But there are also those who think the beaten woman on the street got what she deserved: “This serves her right! Regardless of the law, this woman deserves to lose face.”

The practice of having a mistress or a ‘second wife’ has become ubiquitous in China since the market-reform era. For some, becoming a mistress has even become a career choice.

According to Jemimah Steinfeld, author of Little Emperors and Material Girls: Youth and Sex in Modern China, there is a subtle difference between being a so-called ‘second wife’ (ernai 二奶) or being a ‘mistress'(xiaosan 小三): “In certain instances ernai graduate into xiaosan – a third party – those who have fallen in love with the man and wish for him to leave his wife” (2015, 91).

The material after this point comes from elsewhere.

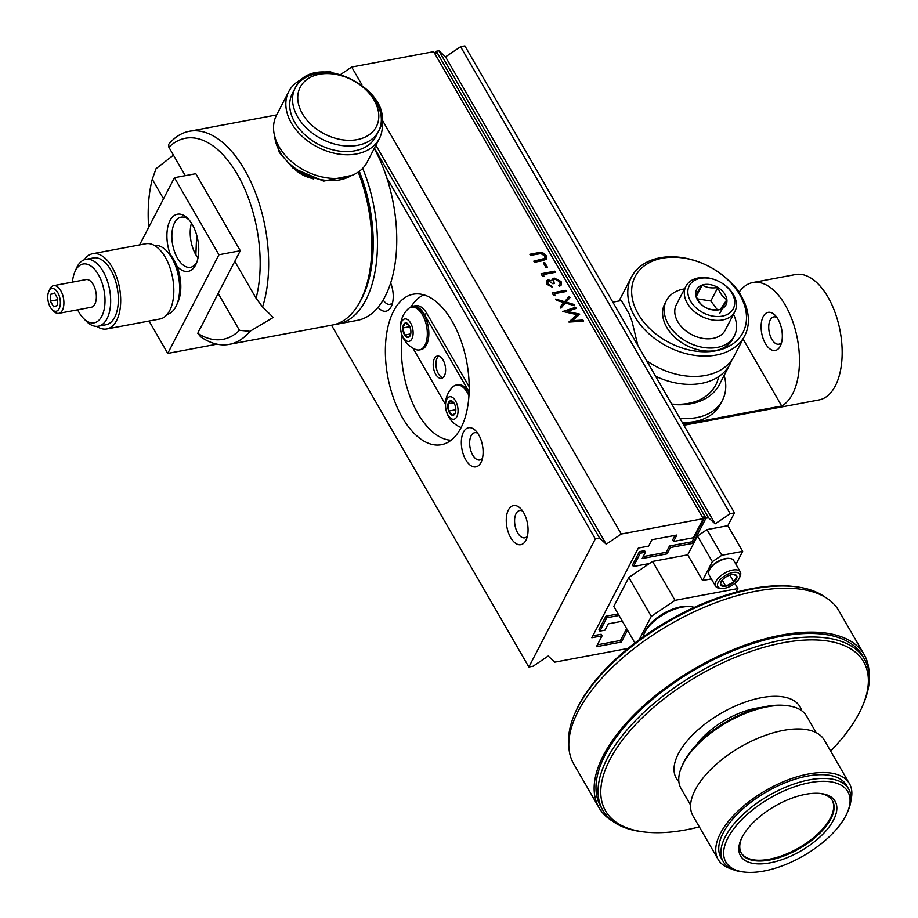 <?xml version="1.0" encoding="UTF-8"?>
<svg xmlns="http://www.w3.org/2000/svg" width="918" height="918" viewBox="0 0 918 918"><rect width="100%" height="100%" fill="white"/><g stroke="black" fill="none" stroke-linecap="round" stroke-linejoin="round"><path stroke-width="1.38" d="M308.264 137.689A46.956 33.197 27.4 0 0 375.76 136.656L378.618 131.148A46.956 33.197 -152.6 0 1 311.122 132.181A46.956 33.197 -152.6 0 1 295.263 87.898A46.956 33.197 -152.6 0 1 352.237 80.05A46.956 33.197 -152.6 0 1 378.618 131.148C401.2 92.649 313.738 47.266 295.263 87.898L292.406 93.407A46.956 33.197 27.4 0 0 308.264 137.689M303.468 78.523A51.029 36.089 27.4 0 0 288.78 91.525A51.029 36.089 27.4 0 0 306.027 139.662A51.029 36.089 27.4 0 0 379.386 138.538A51.029 36.089 27.4 0 0 381.555 119.053M288.78 91.525L276.49 115.232A51.029 36.089 27.4 0 0 293.726 163.37A51.029 36.089 27.4 0 0 367.085 162.234L379.386 138.538M313.394 178.884L309.492 177.69A26.278 18.589 27.4 0 1 295.711 170.117M59.131 308.7A11.532 6.047 -100.6 0 0 57.616 292.349A11.532 6.047 -100.6 0 0 48.711 291.66A11.532 6.047 -100.6 0 0 52.062 309.515A11.532 6.047 -100.6 0 0 59.131 308.7M48.711 291.66L49.664 289.445A14.08 7.39 79.4 0 1 49.985 288.768A14.08 7.39 79.4 0 1 53.588 285.659A14.08 7.39 79.4 0 1 62.378 294.173A14.08 7.39 79.4 0 1 62.39 310.25A14.08 7.39 79.4 0 1 58.786 313.348A14.08 7.39 79.4 0 1 53.76 311.248L52.062 309.515M50.788 294.242L50.329 301.104L53.588 306.773L57.318 305.568L57.777 298.694L54.518 293.037L50.788 294.242L54.782 293.496M57.708 299.727L50.329 301.104M58.786 313.348L91.238 307.266A14.08 7.39 -100.6 0 0 95.908 292.062A14.08 7.39 -100.6 0 0 86.04 279.577L53.588 285.659M295.126 169.704L309.492 177.69M196.67 235.065L195.867 254.802L198.058 257.66M199.872 328.644L197.783 333.337L200.629 336.768A108.393 56.87 79.4 0 0 229.282 344.365A108.393 56.87 79.4 0 0 249.937 331.318L239.472 330.319L218.163 293.404L199.585 329.849M229.282 344.365L332.534 325.006A108.393 56.87 -100.6 0 0 362.736 295.906A108.393 56.87 -100.6 0 0 358.215 172.091M359.076 171.482A104.824 55 79.4 0 1 364.079 292.796L362.736 295.906M262.571 306.979L256.088 298.293A102.277 53.657 -100.6 0 0 237.487 174.604A102.277 53.657 -100.6 0 0 168.889 147.259L168.671 144.333A108.393 56.87 79.4 0 1 189.326 131.285A108.393 56.87 79.4 0 1 253.597 188.075A108.393 56.87 79.4 0 1 262.571 306.979L273.254 317.444L249.937 331.318M197.783 333.337A102.277 53.657 -100.6 0 0 239.472 330.319M139.57 244.922L174.454 177.69L195.809 173.697L240.298 250.74L234.778 261.378L256.088 298.293M163.519 198.781L152.273 179.285A102.277 53.657 -100.6 0 0 148.659 227.412M173.445 155.142L156.037 168.683L152.273 179.285M168.889 147.259L185.287 175.659M166.514 250.763L169.222 253.529A30.925 16.226 79.4 0 1 170.427 254.837A29.089 15.262 79.4 0 1 169.738 221.169A29.089 15.262 79.4 0 1 187.857 218.541A29.089 15.262 79.4 0 1 192.298 224.531A29.089 15.262 79.4 0 1 196.291 263.581A29.089 15.262 79.4 0 1 176.91 266.071A30.925 16.226 79.4 0 1 178.195 301.402L176.669 304.96A35.01 18.371 -100.6 0 0 166.514 250.763A35.01 18.371 -100.6 0 0 154.396 245.473M189.062 219.872A25.52 13.391 -100.6 0 0 181.11 217.153A25.52 13.391 -100.6 0 0 172.664 244.704A25.52 13.391 -100.6 0 0 190.519 267.31A25.52 13.391 -100.6 0 0 196.945 261.905M191.449 223.131A25.52 13.391 -100.6 0 0 195.867 254.802A25.52 13.391 -100.6 0 0 197.99 257.992M234.778 261.378L218.163 293.404M216.992 344.17L167.753 353.407L218.943 254.745L240.298 250.74M218.943 254.745L174.454 177.69M167.753 353.407L149.06 321.036M176.91 266.071A30.925 16.226 -100.6 0 0 170.427 254.837M167.305 314.277A35.01 18.371 -100.6 0 0 175.877 306.646A35.01 18.371 -100.6 0 0 176.669 304.96M96.78 326.349A38.281 20.081 -100.6 0 0 106.798 328.954L159.916 318.994A38.281 20.081 -100.6 0 0 169.715 310.559A38.281 20.081 -100.6 0 0 169.692 266.886A38.281 20.081 -100.6 0 0 145.813 243.752L92.684 253.712A38.281 20.081 -100.6 0 0 84.295 259.783M106.798 328.954A38.281 20.081 -100.6 0 0 116.597 320.52A38.281 20.081 -100.6 0 0 116.575 276.846A38.281 20.081 -100.6 0 0 92.684 253.712M77.628 309.814A29.904 15.686 -100.6 0 0 83.481 318.351L86.189 321.116A33.989 17.832 -100.6 0 0 98.318 326.188L106.006 324.743A33.989 17.832 -100.6 0 0 114.704 317.249A33.989 17.832 -100.6 0 0 114.693 278.475A33.989 17.832 -100.6 0 0 93.475 257.935L85.799 259.369A33.989 17.832 -100.6 0 0 76.32 268.492L74.794 272.049A29.904 15.686 -100.6 0 0 72.442 282.124M98.318 326.188A33.989 17.832 -100.6 0 0 107.016 318.695A33.989 17.832 -100.6 0 0 107.004 279.91A33.989 17.832 -100.6 0 0 85.799 259.369M83.481 318.351A29.904 15.686 -100.6 0 0 101.806 316.228A29.904 15.686 -100.6 0 0 97.893 273.828A29.904 15.686 -100.6 0 0 74.794 272.049M706.998 529.594L721.835 555.287L742.662 551.374L727.836 525.693L706.998 529.594L697.508 536.009L687.731 554.839L652.549 561.437L628.819 577.456L613.798 606.408L634.912 642.979M721.835 555.287L712.334 561.69L697.508 536.009M694.295 607.383A32.153 15.239 150 0 0 691.024 606.683L688.89 606.442A30.11 14.275 150 0 0 644.941 631.813L644.092 633.787A32.153 15.239 150 0 0 643.059 636.966M639.123 639.823L651.287 616.368L675.017 600.349L737.877 588.564L735.972 592.225M729.5 558.454A13.414 6.357 150 0 0 729.064 558.385A13.414 6.357 150 0 0 725.358 558.592A13.414 6.357 150 0 0 709.488 569.688A13.414 6.357 150 0 0 709.327 570.101M711.347 578.879L702.568 580.52L712.334 561.69M742.662 551.374L735.949 564.329M727.836 525.693L734.492 512.875L464.875 45.9L460.606 46.703L445.54 56.87L438.919 50.765L436.348 51.247L435.339 53.198M737.877 588.564L734.87 583.366M702.568 580.52L687.731 554.839M675.017 600.349L652.549 561.437M651.287 616.368L628.819 577.456M568.793 744.762A151.057 71.615 -30 0 1 574.679 713.952A151.057 71.615 -30 0 1 664.609 623.896A151.057 71.615 -30 0 1 795.16 586.648A151.057 71.615 -30 0 1 824.789 596.964M574.679 713.952L575.529 711.978A149.014 70.64 -30 0 1 664.242 623.138A149.014 70.64 -30 0 1 793.026 586.407L795.16 586.648M691.024 606.683A32.153 15.239 150 0 0 644.092 633.787M415.544 349.437A21.745 11.406 -100.6 0 0 419.434 349.93A21.745 11.406 -100.6 0 0 427.214 330.824A21.745 11.406 -100.6 0 0 416.198 308.115A21.745 11.406 -100.6 0 0 411.425 307.197A21.745 11.406 -100.6 0 0 407.971 309.056A24.637 24.637 0 0 0 415.521 349.425M419.434 349.93L420.949 349.643A21.745 11.406 -100.6 0 0 428.717 336.481A21.745 11.406 -100.6 0 0 424.024 314.633A21.745 11.406 -100.6 0 0 417.701 307.828A21.745 11.406 -100.6 0 0 412.928 306.91L411.425 307.197M407.271 319.418A11.429 6.001 -100.6 0 0 401.246 332.568A11.429 6.001 -100.6 0 0 412.067 338.524A11.429 6.001 -100.6 0 0 407.271 319.418M409.095 325.27L405.079 323.056L402.841 327.956L404.62 335.059A7.367 3.867 -100.6 0 0 408.648 337.273A7.367 3.867 -100.6 0 0 410.277 335.426A7.367 3.867 -100.6 0 0 410.885 332.385A7.367 3.867 -100.6 0 0 409.095 325.27A7.367 3.867 -100.6 0 0 408.131 324.031A7.367 3.867 -100.6 0 0 405.079 323.056A7.367 3.867 -100.6 0 0 402.841 327.956A7.367 3.867 -100.6 0 0 404.62 335.059L408.648 337.273L410.082 335.575M410.725 333.911L404.62 335.059M409.807 326.647L402.841 327.956M410.036 327.198L410.771 330.113M460.48 427.272A21.745 11.406 -100.6 0 0 461.146 427.513M468.949 395.715A21.745 11.406 -100.6 0 0 456.361 385.021A21.745 11.406 -100.6 0 0 452.895 386.891A24.637 24.637 0 0 0 460.457 427.26M469.109 392.72A21.745 11.406 -100.6 0 0 468.96 392.456A21.745 11.406 -100.6 0 0 457.864 384.734L456.361 385.021M449.568 417.254A11.429 6.001 -100.6 0 0 457.979 408.958A11.429 6.001 -100.6 0 0 447.846 397.769A11.429 6.001 -100.6 0 0 449.568 417.254M454.926 404.907A7.367 3.867 -100.6 0 0 453.067 401.854A7.367 3.867 -100.6 0 0 451.151 400.753A7.367 3.867 -100.6 0 0 448.03 403.828A7.367 3.867 -100.6 0 0 448.673 411.08A7.367 3.867 -100.6 0 0 452.436 415.246A7.367 3.867 -100.6 0 0 455.202 413.261A7.367 3.867 -100.6 0 0 455.569 412.159A7.367 3.867 -100.6 0 0 454.926 404.907M453.389 402.21L451.151 400.753L448.03 403.828L448.673 411.08L452.436 415.246L455.11 413.249M455.443 406.559L455.718 409.761L448.673 411.08M453.802 402.75L448.03 403.828M444.392 375.829A11.326 5.944 79.4 0 1 441.501 378.331A11.326 5.944 79.4 0 1 433.56 368.29A11.326 5.944 79.4 0 1 437.324 356.058A11.326 5.944 79.4 0 1 444.392 362.908A11.326 5.944 79.4 0 1 444.392 375.829M442.809 377.757A11.326 5.944 79.4 0 1 436.302 367.774A11.326 5.944 79.4 0 1 438.747 356.104M445.425 404.368L412.974 348.174M409.462 307.92A22.457 11.785 79.4 0 1 412.802 306.21L415.533 305.694A22.457 11.785 79.4 0 1 426.985 313.669L469.201 386.776M412.802 306.21A22.457 11.785 79.4 0 1 424.254 314.185L469.132 391.917M732.656 284.488A32.05 16.811 79.4 0 1 739.483 292.842A32.05 16.811 79.4 0 1 740.849 295.389M646.651 360.74A63.79 45.108 27.4 0 0 734.125 356.184L744.705 335.816A63.79 45.108 -152.6 0 1 692.08 354.945A63.79 45.108 -152.6 0 1 634.705 316.435A63.79 45.108 -152.6 0 1 631.458 277.052A63.79 45.108 -152.6 0 1 684.082 257.912A63.79 45.108 -152.6 0 1 741.457 296.422A63.79 45.108 -152.6 0 1 744.705 335.816M612.822 302.148L621.314 300.553L629.014 313.554L632.066 321.507L637.838 345.478M731.795 360.005A63.79 45.108 -152.6 0 1 730.005 364.125A63.79 45.108 -152.6 0 1 655.624 376.277M671.827 404.356A63.79 45.108 27.4 0 0 719.437 384.504L730.005 364.125M739.885 294.976A60.726 42.939 -152.6 0 1 686.825 349.379A60.726 42.939 -152.6 0 1 640.512 269.169A60.726 42.939 -152.6 0 1 739.885 294.976M671.643 404.035A60.726 42.939 27.4 0 0 718.622 376.644M684.564 288.883A38.281 27.07 27.4 0 0 666.399 300.611L664.804 303.686A38.281 27.07 27.4 0 0 662.739 315.689A38.281 27.07 27.4 0 0 694.077 348.633A38.281 27.07 27.4 0 0 732.759 338.949L734.354 335.873A38.281 27.07 27.4 0 0 733.493 314.266M679.79 418.138A57.364 40.564 27.4 0 0 722.443 400.271A57.364 40.564 27.4 0 0 724.13 375.451M666.399 300.611A38.281 27.07 27.4 0 0 664.334 312.613A38.281 27.07 27.4 0 0 695.672 345.558A38.281 27.07 27.4 0 0 734.354 335.873M682.269 422.441A57.364 40.564 27.4 0 0 694.719 421.557A57.364 40.564 27.4 0 0 720.378 404.241L722.443 400.271M743.041 339.017L781.7 405.997L691.702 422.865A58.385 41.287 -152.6 0 1 682.74 423.244M685.918 286.267L676.359 304.684A27.563 19.485 27.4 0 0 691.851 334.68A27.563 19.485 27.4 0 0 725.289 330.067L734.848 311.65A27.563 19.485 -152.6 0 1 701.409 316.262A27.563 19.485 -152.6 0 1 685.918 286.267A27.563 19.485 -152.6 0 1 708.007 277.89A27.563 19.485 -152.6 0 1 719.356 281.665A27.563 19.485 -152.6 0 1 734.848 311.65M739.105 292.199A63.79 33.473 79.4 0 1 752.783 282.549A63.79 33.473 79.4 0 1 792.59 321.093A63.79 33.473 79.4 0 1 792.624 393.891A63.79 33.473 79.4 0 1 781.7 405.997M683.91 425.275L818.994 399.938A63.79 33.473 -100.6 0 0 835.323 385.881A63.79 33.473 -100.6 0 0 835.288 313.095A63.79 33.473 -100.6 0 0 795.481 274.539L752.783 282.549M691.702 422.865L683.623 424.793M780.254 346.201A19.393 10.178 79.4 0 1 765.405 343.584A19.393 10.178 79.4 0 1 763.179 316.618A19.393 10.178 79.4 0 1 775.067 315.241A19.393 10.178 79.4 0 1 780.69 345.26A19.393 10.178 79.4 0 1 780.254 346.201M776.984 317.582A13.885 7.287 -100.6 0 0 773.771 316.905A13.885 7.287 -100.6 0 0 770.213 319.957A13.885 7.287 -100.6 0 0 770.225 335.804A13.885 7.287 -100.6 0 0 778.889 344.193A13.885 7.287 -100.6 0 0 781.631 342.391M709.144 278.269A24.797 17.534 27.4 0 0 690.347 300.794A24.797 17.534 27.4 0 0 728.789 313.577A24.797 17.534 27.4 0 0 719.356 281.665A24.797 17.534 27.4 0 0 709.144 278.269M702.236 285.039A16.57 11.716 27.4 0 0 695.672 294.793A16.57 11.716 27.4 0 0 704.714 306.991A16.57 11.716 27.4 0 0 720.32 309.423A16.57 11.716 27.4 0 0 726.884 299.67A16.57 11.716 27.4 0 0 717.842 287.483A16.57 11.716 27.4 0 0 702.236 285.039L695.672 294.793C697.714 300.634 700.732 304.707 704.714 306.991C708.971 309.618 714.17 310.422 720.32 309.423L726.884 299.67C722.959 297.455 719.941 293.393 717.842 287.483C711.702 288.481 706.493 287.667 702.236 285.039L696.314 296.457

Different from the ‘second wife’ who merely is an extra woman the man entertains himself with, the xiaosan is a bigger danger to his marriage, because they expect to marry the man they are seeing, Steinfeld writes.

The ‘xiaosan‘ phenomenon is commonplace, and can evoke strong reactions. As one female Weibo user says: “Those who sympathize with this xiaosan obviously never had a husband who had one before, otherwise you would not be so calm about it and you wouldn’t say that beating her is wrong.”

xiaosan

The overall anger against ‘xiaosan’ is also visible in the video, where many women stand by the woman who initally beats the woman, as they join in and vent their anger on her.

Last year, these types of videos showing furious women beating up their husband’s alleged mistress even became some sort of trend, with a chain of videos popping up on the internet showing comparable scenes. The trend seems to continue. Just a few days ago, the Shanghaiist reported how another suspected mistress was also beaten in broad daylight by the husband’s wife and her mother.

The many discussions on Weibo show that the topic of China’s mistress culture is very much alive.

There are also commenters that do not say anything about the mistress-issue, but are angered that so many people stand by without doing anything. “The bystanders are just enjoying the scene!” one netizen says, posting an angry emoticon. “Where is the police in this matter?” another person wonders.

Although this topic became trending on Weibo on June 26, it is yet unknown who the women in the video are. This story will be updated if any more information about the incident is released.

– By Manya Koetse

References

Steinfeld, Jemimah. 2015. Little Emperors and Material Girls: Sex and Youth in Modern China. London: IB Tauris.

©2016 Whatsonweibo. All rights reserved. Do not reproduce our content without permission – you can contact us at info@whatsonweibo.com.

Manya Koetse is the editor-in-chief of www.whatsonweibo.com. She is a writer and consultant (Sinologist, MPhil) on social trends in China, with a focus on social media and digital developments, Sino-Japanese relations and gender issues. Contact at manya@whatsonweibo.com, or follow on Twitter.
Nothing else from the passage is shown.